__Activity__.
Provide again, from the entries below, every line from the one containing "Before and after one commit to DSWallach/CommonLisp-Go, a" through the one containing "Also in this commit, not shown: 2 slides changed, 6", exactly as written, and no other line.

__Extracted data__.
##########

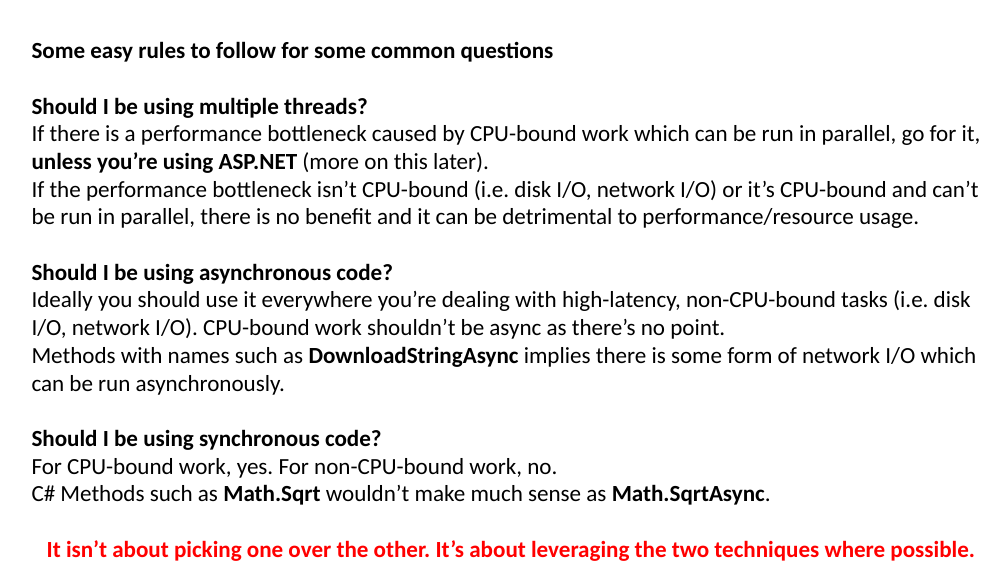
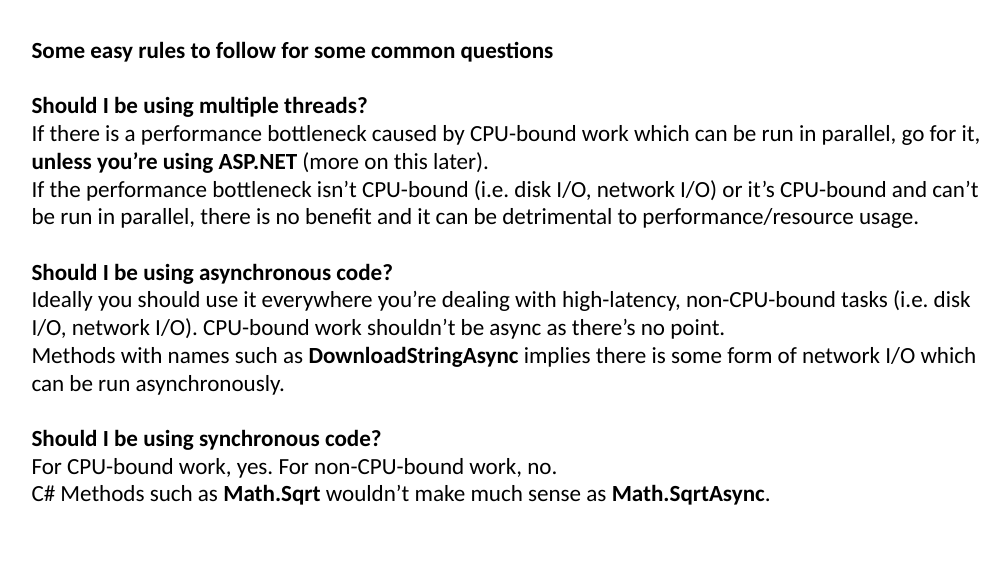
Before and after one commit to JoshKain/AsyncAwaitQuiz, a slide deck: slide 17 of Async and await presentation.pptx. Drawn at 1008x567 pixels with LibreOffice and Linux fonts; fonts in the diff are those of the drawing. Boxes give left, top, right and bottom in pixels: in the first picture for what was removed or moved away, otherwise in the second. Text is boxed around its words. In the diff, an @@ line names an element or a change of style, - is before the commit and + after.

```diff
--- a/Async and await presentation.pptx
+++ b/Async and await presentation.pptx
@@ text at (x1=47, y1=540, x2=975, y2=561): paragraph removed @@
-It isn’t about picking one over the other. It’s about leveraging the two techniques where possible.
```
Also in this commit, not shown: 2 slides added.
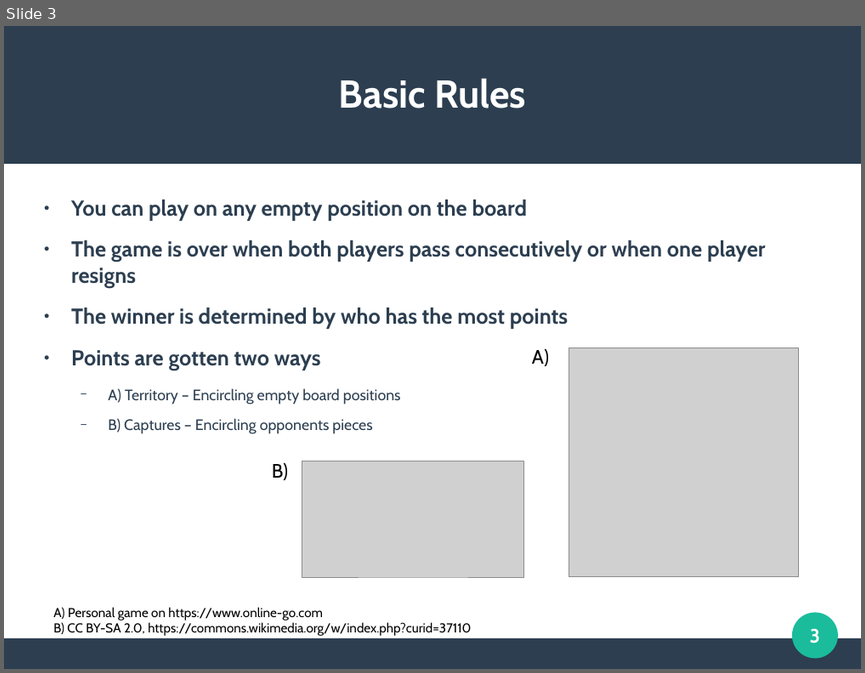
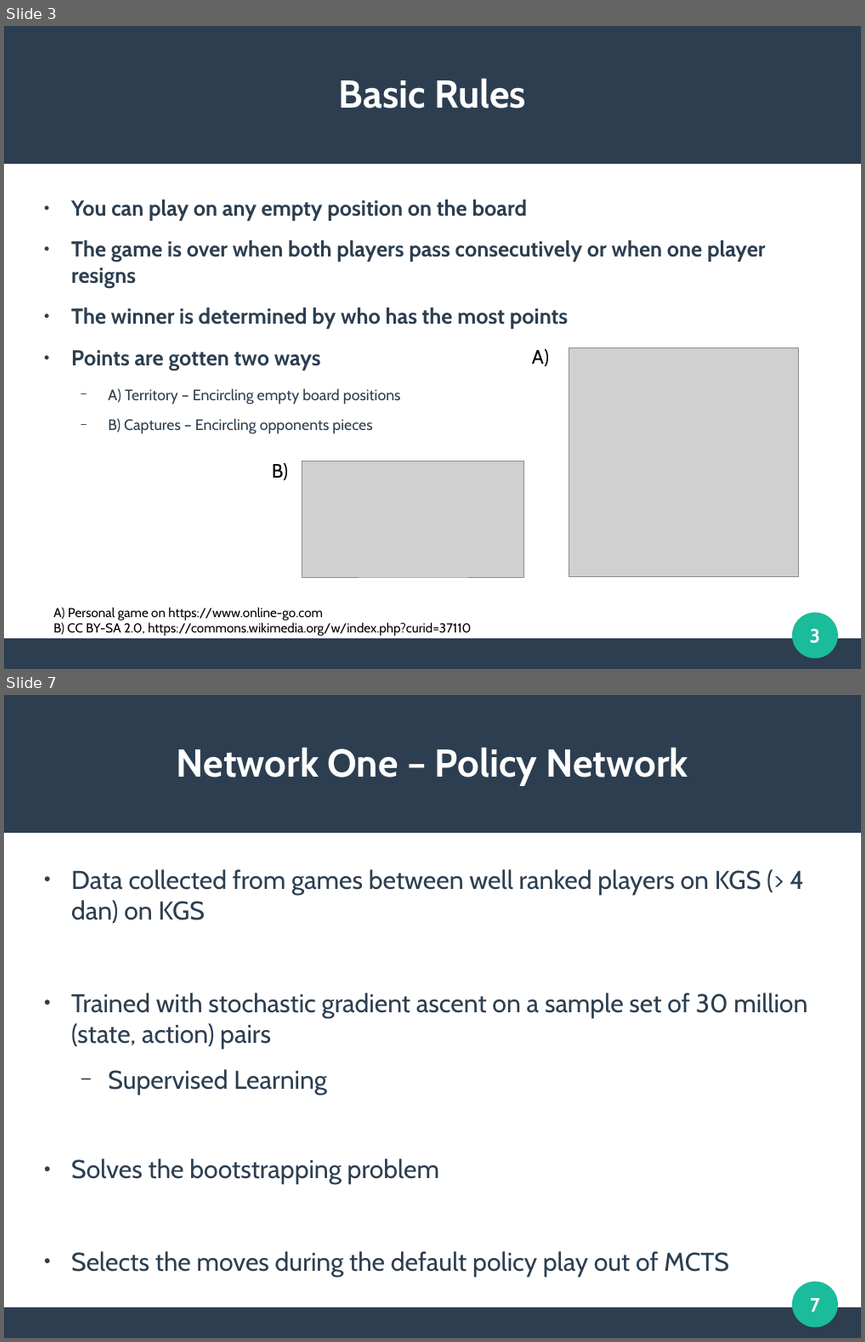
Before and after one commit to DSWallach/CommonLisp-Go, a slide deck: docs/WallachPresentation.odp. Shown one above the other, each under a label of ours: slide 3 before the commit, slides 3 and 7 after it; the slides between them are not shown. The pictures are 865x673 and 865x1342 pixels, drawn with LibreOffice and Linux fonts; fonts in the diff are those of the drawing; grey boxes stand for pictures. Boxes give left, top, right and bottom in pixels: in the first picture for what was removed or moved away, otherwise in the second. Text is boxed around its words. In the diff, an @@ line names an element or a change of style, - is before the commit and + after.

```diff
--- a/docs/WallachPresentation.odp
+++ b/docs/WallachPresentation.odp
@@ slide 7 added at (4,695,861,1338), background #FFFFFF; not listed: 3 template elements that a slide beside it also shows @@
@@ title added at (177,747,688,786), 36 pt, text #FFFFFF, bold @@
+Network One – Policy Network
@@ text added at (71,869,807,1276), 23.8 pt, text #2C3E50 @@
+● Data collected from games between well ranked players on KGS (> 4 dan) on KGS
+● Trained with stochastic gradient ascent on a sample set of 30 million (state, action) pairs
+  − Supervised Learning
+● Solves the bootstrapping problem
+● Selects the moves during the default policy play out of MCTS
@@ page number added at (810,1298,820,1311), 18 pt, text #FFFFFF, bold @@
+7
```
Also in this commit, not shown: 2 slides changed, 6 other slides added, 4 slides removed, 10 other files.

##########

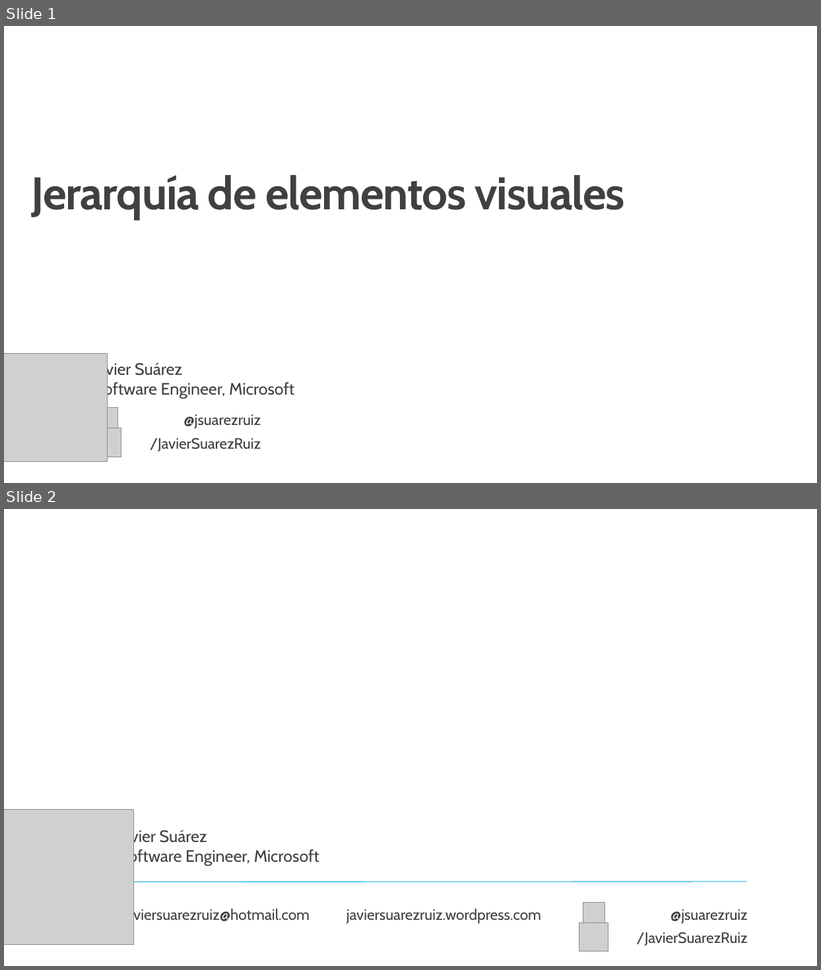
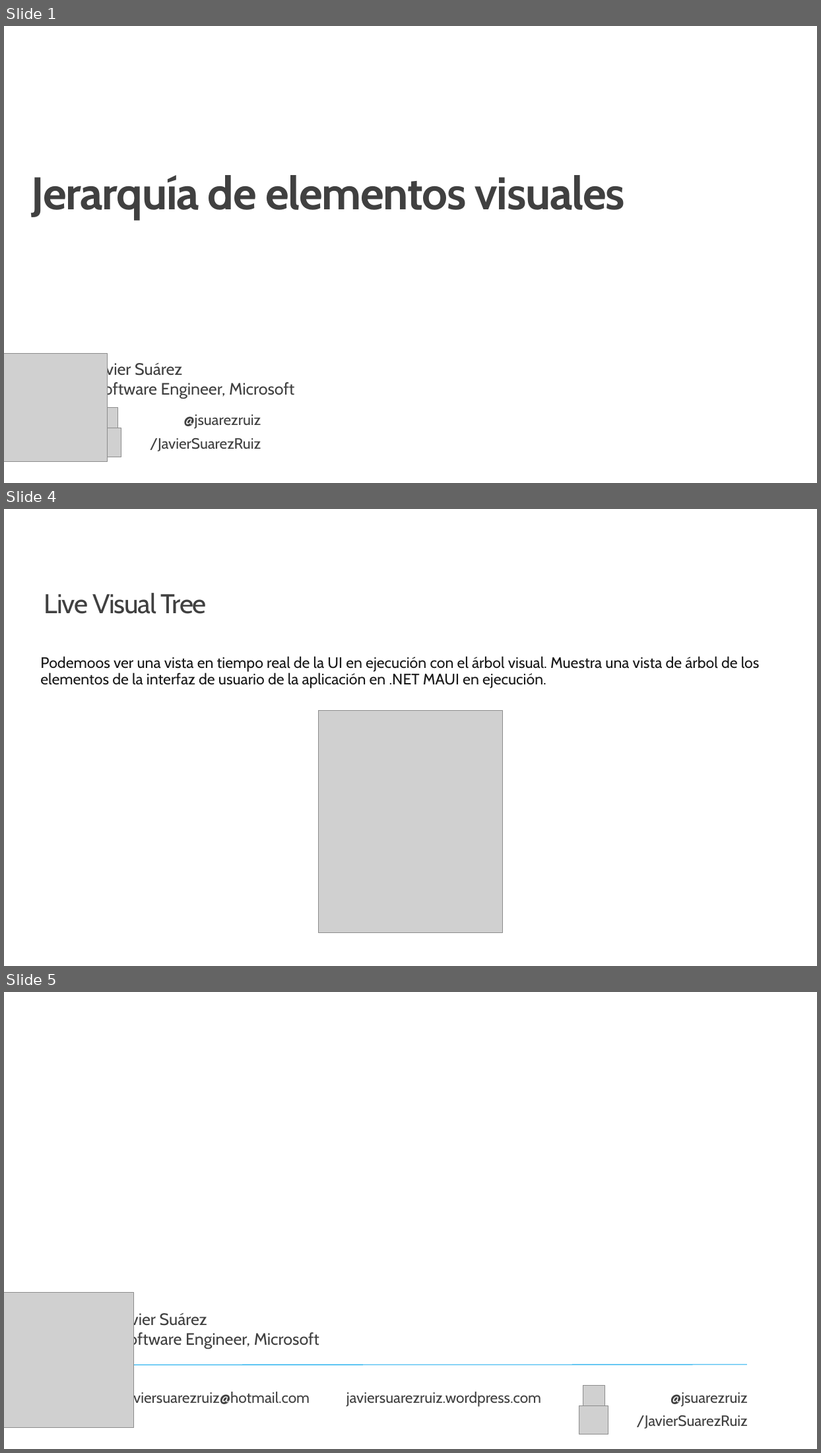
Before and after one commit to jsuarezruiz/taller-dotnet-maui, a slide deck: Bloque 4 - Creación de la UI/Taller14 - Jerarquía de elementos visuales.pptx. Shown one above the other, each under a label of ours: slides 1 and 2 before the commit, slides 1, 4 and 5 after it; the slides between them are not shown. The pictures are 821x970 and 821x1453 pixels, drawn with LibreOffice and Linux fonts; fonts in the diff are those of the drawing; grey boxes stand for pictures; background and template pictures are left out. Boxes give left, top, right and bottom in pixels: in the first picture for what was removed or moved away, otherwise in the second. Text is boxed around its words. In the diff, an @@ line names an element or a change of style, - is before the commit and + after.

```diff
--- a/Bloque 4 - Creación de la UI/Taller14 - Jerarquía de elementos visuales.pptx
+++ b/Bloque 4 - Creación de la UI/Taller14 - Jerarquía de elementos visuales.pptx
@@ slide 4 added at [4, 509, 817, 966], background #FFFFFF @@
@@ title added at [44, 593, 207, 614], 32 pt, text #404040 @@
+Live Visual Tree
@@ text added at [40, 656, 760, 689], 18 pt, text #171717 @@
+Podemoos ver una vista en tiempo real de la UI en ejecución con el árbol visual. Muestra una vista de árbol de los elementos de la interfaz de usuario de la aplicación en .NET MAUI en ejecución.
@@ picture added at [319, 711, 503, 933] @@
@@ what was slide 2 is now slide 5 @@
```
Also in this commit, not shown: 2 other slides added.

##########

__Response box__.
Before and after one commit to DSWallach/CommonLisp-Go, a slide deck: docs/WallachPresentation.odp. Shown one above the other, each under a label of ours: slide 3 before the commit, slides 3 and 7 after it; the slides between them are not shown. The pictures are 865x673 and 865x1342 pixels, drawn with LibreOffice and Linux fonts; fonts in the diff are those of the drawing; grey boxes stand for pictures. Boxes give left, top, right and bottom in pixels: in the first picture for what was removed or moved away, otherwise in the second. Text is boxed around its words. In the diff, an @@ line names an element or a change of style, - is before the commit and + after.

```diff
--- a/docs/WallachPresentation.odp
+++ b/docs/WallachPresentation.odp
@@ slide 7 added at (4,695,861,1338), background #FFFFFF; not listed: 3 template elements that a slide beside it also shows @@
@@ title added at (177,747,688,786), 36 pt, text #FFFFFF, bold @@
+Network One – Policy Network
@@ text added at (71,869,807,1276), 23.8 pt, text #2C3E50 @@
+● Data collected from games between well ranked players on KGS (> 4 dan) on KGS
+● Trained with stochastic gradient ascent on a sample set of 30 million (state, action) pairs
+  − Supervised Learning
+● Solves the bootstrapping problem
+● Selects the moves during the default policy play out of MCTS
@@ page number added at (810,1298,820,1311), 18 pt, text #FFFFFF, bold @@
+7
```
Also in this commit, not shown: 2 slides changed, 6 other slides added, 4 slides removed, 10 other files.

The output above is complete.